===== Data supplied

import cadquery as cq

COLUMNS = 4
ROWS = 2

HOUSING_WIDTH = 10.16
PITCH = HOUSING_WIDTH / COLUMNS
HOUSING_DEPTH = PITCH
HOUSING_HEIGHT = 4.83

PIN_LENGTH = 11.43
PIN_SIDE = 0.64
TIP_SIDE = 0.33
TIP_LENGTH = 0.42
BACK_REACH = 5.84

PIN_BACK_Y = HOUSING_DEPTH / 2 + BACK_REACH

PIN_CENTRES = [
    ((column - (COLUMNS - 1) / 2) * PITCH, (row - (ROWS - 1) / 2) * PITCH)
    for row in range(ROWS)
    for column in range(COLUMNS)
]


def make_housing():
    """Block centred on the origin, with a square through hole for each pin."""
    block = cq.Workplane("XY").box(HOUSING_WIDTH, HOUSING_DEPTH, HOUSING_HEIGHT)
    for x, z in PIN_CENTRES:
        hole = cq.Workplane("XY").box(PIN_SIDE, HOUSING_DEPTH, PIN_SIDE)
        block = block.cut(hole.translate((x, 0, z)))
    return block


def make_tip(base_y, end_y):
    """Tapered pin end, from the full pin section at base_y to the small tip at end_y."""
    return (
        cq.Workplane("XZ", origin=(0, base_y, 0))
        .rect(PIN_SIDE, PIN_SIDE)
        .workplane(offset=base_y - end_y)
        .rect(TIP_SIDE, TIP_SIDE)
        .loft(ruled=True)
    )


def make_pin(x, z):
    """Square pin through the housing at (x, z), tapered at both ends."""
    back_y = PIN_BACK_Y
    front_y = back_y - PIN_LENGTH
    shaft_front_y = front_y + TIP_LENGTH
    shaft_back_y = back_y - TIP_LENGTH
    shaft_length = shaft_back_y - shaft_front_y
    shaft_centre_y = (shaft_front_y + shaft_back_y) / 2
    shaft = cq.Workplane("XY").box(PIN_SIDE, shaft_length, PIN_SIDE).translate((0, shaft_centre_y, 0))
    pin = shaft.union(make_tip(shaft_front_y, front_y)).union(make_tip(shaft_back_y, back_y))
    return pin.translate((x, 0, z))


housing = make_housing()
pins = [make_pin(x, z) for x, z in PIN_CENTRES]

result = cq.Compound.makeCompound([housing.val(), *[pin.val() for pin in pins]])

==========
===== Data supplied

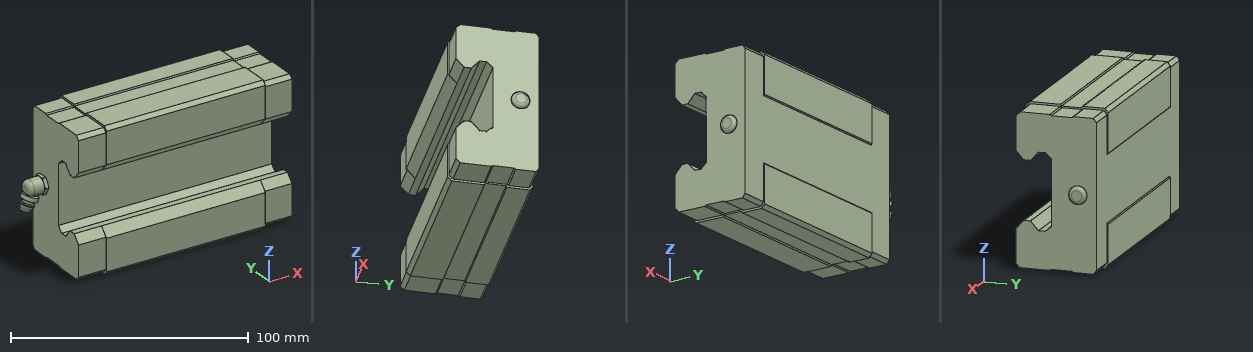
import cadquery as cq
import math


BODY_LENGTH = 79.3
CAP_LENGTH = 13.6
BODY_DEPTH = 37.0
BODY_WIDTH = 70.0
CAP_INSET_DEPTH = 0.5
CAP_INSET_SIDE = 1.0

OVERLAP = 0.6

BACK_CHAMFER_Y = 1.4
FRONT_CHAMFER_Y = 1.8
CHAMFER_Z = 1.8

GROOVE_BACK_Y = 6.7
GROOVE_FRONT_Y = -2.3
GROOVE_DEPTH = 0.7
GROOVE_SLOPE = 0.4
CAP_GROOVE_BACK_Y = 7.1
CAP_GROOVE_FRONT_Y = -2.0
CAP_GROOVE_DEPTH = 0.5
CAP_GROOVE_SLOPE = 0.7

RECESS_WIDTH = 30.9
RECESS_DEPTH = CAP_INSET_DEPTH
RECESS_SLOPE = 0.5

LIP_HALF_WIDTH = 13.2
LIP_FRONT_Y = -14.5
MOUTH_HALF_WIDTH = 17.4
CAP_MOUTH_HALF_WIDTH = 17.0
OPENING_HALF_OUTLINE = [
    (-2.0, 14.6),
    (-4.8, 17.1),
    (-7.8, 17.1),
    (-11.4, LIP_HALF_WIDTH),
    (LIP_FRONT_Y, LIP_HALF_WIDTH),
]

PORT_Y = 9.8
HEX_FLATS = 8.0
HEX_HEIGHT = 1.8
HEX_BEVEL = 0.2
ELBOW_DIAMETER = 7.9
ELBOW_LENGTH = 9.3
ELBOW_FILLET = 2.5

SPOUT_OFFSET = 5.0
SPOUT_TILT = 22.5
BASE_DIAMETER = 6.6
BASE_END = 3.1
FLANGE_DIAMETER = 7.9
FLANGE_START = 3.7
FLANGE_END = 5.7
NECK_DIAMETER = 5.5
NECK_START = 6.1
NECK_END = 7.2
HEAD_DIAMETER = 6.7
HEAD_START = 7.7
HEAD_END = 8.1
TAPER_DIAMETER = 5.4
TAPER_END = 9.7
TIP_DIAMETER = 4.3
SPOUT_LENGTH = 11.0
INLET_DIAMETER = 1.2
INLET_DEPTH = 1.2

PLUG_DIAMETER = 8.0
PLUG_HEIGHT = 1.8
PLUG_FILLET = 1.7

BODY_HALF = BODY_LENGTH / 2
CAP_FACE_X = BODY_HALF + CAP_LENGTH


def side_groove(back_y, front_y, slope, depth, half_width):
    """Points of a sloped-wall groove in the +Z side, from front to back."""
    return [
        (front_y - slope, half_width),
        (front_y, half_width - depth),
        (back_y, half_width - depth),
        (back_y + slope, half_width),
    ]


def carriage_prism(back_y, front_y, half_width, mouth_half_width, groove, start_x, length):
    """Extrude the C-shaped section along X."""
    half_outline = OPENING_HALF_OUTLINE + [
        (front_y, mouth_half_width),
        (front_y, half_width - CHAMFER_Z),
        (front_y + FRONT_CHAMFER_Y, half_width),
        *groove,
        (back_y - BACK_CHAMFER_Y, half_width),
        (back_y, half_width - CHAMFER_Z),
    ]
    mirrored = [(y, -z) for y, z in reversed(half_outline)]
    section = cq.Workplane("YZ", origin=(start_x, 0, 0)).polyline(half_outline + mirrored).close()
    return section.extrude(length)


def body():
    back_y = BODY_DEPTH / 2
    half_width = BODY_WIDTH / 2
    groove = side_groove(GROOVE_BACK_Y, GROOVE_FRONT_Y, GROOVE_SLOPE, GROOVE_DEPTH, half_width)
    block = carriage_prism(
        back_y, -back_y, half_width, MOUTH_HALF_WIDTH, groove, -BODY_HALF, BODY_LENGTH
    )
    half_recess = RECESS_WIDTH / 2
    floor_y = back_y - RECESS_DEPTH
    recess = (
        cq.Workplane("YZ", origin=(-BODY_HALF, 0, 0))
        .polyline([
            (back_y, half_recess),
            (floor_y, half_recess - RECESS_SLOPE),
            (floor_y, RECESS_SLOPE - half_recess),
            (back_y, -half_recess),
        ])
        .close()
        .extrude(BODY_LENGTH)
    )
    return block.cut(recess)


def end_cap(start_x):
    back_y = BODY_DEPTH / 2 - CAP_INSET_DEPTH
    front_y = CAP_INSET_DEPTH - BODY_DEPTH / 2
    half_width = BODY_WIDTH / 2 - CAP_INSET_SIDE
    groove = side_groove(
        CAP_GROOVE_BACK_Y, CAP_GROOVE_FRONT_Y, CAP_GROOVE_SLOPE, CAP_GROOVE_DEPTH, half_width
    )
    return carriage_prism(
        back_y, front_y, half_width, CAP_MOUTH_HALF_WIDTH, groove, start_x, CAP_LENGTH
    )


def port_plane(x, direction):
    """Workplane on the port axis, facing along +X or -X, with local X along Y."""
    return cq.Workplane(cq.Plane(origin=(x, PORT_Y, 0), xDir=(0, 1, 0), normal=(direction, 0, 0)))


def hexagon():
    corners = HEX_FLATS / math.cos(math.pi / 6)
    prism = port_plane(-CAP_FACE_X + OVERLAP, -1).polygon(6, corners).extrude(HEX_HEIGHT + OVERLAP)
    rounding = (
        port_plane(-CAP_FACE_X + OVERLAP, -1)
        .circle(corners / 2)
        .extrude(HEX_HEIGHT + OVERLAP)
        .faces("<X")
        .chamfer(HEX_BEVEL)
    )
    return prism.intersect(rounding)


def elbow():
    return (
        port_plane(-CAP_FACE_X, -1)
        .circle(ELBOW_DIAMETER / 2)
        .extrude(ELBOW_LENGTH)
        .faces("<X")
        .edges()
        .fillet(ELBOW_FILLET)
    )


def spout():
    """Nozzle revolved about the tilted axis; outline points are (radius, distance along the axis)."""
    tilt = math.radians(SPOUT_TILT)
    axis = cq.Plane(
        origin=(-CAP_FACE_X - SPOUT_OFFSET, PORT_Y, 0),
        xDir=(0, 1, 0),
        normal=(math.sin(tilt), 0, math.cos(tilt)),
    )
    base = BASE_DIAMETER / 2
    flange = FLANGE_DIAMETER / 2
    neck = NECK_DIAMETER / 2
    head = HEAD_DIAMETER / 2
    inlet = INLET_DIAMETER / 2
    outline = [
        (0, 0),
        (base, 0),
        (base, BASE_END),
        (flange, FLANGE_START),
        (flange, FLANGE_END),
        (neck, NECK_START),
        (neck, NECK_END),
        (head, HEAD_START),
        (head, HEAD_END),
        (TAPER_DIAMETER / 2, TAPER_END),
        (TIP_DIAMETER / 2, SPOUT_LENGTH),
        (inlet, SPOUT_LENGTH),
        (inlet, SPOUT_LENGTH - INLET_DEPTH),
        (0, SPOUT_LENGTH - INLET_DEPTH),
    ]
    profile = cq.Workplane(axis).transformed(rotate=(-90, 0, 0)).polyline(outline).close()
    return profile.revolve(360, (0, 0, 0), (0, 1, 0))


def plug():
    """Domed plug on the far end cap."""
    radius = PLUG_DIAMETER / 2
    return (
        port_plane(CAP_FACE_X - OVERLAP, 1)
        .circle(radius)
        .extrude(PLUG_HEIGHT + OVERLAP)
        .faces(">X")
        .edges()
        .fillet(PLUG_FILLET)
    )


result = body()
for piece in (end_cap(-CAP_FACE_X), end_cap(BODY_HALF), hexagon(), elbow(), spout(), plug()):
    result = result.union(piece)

==========
===== Data supplied

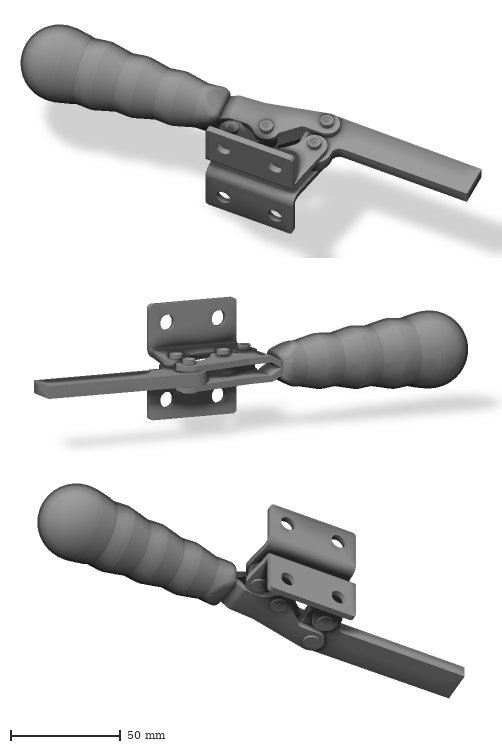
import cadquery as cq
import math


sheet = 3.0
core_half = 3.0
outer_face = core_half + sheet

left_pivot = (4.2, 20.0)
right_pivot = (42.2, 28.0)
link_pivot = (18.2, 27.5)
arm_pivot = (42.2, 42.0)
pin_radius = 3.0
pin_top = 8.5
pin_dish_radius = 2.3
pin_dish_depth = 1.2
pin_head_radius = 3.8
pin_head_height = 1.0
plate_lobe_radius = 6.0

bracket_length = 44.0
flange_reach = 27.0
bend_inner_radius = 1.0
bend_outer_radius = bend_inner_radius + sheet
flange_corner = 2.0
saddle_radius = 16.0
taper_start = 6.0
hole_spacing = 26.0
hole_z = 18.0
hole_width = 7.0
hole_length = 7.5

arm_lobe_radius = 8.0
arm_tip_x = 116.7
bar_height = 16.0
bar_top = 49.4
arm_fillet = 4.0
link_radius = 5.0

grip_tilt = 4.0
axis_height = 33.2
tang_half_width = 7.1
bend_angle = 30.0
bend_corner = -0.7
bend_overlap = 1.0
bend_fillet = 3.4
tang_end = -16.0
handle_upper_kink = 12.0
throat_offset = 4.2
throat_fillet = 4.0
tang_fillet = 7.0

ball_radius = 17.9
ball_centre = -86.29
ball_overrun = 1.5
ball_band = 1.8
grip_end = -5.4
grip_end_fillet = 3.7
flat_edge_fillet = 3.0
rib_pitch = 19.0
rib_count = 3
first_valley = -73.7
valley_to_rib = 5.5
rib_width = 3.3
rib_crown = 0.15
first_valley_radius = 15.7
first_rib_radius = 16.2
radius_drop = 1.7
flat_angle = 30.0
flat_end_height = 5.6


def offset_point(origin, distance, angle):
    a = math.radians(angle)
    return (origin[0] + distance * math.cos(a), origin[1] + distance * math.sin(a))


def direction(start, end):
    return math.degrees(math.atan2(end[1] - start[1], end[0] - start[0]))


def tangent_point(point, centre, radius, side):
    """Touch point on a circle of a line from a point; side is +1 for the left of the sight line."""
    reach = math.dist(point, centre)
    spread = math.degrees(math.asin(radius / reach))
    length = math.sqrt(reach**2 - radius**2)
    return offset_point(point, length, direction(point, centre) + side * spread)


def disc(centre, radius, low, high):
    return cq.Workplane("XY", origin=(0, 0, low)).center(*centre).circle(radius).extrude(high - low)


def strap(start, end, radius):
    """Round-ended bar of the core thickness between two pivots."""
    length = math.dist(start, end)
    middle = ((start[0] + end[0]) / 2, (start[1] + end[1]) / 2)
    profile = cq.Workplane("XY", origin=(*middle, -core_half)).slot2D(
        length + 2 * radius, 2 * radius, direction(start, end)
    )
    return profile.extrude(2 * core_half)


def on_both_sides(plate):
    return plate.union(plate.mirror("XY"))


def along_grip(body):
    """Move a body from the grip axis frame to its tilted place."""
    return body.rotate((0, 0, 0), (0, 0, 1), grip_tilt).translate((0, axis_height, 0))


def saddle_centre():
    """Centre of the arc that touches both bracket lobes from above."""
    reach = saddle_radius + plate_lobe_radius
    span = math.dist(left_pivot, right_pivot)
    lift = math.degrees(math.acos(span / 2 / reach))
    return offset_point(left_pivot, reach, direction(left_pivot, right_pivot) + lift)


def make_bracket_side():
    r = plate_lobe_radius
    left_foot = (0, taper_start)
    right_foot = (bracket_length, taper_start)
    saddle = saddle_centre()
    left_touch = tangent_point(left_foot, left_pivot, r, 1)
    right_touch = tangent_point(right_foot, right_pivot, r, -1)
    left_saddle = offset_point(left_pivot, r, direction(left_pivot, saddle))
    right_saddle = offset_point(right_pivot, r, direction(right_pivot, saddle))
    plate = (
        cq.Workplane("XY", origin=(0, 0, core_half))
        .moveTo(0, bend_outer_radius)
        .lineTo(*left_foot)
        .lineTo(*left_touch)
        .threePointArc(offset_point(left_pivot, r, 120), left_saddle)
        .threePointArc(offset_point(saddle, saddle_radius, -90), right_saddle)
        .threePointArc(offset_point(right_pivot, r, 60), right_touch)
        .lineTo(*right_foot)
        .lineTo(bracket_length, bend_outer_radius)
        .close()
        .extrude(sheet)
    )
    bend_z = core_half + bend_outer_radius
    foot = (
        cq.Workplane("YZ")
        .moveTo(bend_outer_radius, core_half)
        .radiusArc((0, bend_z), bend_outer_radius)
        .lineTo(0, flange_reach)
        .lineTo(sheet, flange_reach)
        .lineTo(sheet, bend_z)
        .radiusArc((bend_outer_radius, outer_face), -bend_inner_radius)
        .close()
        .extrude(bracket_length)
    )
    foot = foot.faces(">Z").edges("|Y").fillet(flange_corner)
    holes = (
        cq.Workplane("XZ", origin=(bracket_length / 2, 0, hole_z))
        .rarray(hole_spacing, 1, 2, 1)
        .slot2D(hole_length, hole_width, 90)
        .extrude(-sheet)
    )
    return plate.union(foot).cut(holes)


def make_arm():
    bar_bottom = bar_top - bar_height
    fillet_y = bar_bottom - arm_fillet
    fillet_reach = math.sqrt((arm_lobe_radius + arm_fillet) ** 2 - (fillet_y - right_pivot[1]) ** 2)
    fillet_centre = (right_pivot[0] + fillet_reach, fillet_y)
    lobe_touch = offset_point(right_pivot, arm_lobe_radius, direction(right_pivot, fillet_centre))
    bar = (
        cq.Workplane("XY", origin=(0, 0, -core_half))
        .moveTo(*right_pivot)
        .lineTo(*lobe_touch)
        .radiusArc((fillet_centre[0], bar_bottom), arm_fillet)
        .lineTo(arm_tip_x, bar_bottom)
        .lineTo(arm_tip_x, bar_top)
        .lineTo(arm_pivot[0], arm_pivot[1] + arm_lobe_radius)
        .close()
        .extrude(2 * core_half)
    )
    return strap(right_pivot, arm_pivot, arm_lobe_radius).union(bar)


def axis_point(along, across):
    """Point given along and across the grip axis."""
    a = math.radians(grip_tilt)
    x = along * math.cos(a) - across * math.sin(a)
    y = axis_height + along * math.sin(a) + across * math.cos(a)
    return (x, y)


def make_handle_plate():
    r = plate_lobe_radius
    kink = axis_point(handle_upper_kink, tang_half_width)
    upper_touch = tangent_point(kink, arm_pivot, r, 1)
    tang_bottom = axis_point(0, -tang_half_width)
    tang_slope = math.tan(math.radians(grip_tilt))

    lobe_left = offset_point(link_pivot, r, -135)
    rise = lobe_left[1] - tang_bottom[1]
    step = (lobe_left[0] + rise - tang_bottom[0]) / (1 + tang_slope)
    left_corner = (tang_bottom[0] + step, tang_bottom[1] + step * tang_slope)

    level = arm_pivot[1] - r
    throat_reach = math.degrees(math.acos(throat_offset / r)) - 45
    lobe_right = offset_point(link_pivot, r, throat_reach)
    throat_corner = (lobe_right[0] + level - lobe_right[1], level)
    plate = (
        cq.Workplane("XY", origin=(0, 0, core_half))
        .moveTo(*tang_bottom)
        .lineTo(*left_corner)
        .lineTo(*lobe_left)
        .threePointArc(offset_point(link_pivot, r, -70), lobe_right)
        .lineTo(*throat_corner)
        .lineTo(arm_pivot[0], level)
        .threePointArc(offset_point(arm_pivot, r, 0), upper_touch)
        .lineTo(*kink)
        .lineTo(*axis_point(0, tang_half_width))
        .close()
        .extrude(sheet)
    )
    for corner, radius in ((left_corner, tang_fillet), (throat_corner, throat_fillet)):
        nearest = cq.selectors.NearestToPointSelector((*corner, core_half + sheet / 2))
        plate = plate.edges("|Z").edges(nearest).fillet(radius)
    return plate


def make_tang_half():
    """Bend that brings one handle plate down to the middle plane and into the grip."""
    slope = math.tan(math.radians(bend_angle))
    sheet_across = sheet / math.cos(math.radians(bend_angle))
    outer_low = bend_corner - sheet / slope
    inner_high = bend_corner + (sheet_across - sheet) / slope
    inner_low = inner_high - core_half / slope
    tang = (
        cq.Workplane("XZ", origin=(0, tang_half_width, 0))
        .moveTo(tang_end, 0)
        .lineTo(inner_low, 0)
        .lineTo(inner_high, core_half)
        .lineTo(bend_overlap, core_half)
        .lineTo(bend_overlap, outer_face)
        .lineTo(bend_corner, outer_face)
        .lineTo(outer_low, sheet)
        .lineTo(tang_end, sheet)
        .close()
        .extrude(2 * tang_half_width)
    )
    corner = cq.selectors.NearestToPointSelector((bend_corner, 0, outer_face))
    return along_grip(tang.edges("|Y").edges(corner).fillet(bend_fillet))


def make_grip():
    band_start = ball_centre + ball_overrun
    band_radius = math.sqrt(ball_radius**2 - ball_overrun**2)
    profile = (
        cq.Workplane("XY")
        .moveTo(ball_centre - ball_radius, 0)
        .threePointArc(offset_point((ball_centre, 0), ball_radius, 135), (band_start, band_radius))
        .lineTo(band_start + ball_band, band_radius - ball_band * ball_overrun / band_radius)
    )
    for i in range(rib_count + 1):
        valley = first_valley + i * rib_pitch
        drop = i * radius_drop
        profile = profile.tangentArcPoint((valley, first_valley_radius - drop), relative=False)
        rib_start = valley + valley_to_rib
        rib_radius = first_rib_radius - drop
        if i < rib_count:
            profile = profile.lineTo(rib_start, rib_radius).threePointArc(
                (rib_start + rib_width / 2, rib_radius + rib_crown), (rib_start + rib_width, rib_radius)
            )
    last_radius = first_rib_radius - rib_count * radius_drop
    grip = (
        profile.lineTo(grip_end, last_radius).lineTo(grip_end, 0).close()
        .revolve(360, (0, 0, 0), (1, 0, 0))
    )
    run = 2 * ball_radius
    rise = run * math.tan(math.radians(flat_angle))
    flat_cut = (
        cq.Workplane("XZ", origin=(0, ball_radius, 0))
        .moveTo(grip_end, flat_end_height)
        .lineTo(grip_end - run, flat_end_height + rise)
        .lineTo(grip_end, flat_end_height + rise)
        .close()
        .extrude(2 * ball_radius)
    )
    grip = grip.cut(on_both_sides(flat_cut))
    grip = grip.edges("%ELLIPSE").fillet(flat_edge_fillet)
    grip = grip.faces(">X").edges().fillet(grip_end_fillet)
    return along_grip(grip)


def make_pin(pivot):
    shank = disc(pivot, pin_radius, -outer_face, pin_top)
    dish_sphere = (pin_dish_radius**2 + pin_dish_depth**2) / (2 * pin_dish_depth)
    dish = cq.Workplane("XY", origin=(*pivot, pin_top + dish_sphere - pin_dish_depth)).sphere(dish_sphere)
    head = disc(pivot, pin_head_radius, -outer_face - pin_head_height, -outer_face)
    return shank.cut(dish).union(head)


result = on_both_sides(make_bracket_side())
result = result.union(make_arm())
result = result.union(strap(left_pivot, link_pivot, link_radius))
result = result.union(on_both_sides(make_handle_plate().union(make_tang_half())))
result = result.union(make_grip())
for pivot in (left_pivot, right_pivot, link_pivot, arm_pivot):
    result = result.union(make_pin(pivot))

==========

# What the exercise asks
This exercise requires the lines of the entries containing the string "section".

# Solution below
    """Tapered pin end, from the full pin section at base_y to the small tip at end_y."""
    """Extrude the C-shaped section along X."""
    section = cq.Workplane("YZ", origin=(start_x, 0, 0)).polyline(half_outline + mirrored).close()
    return section.extrude(length)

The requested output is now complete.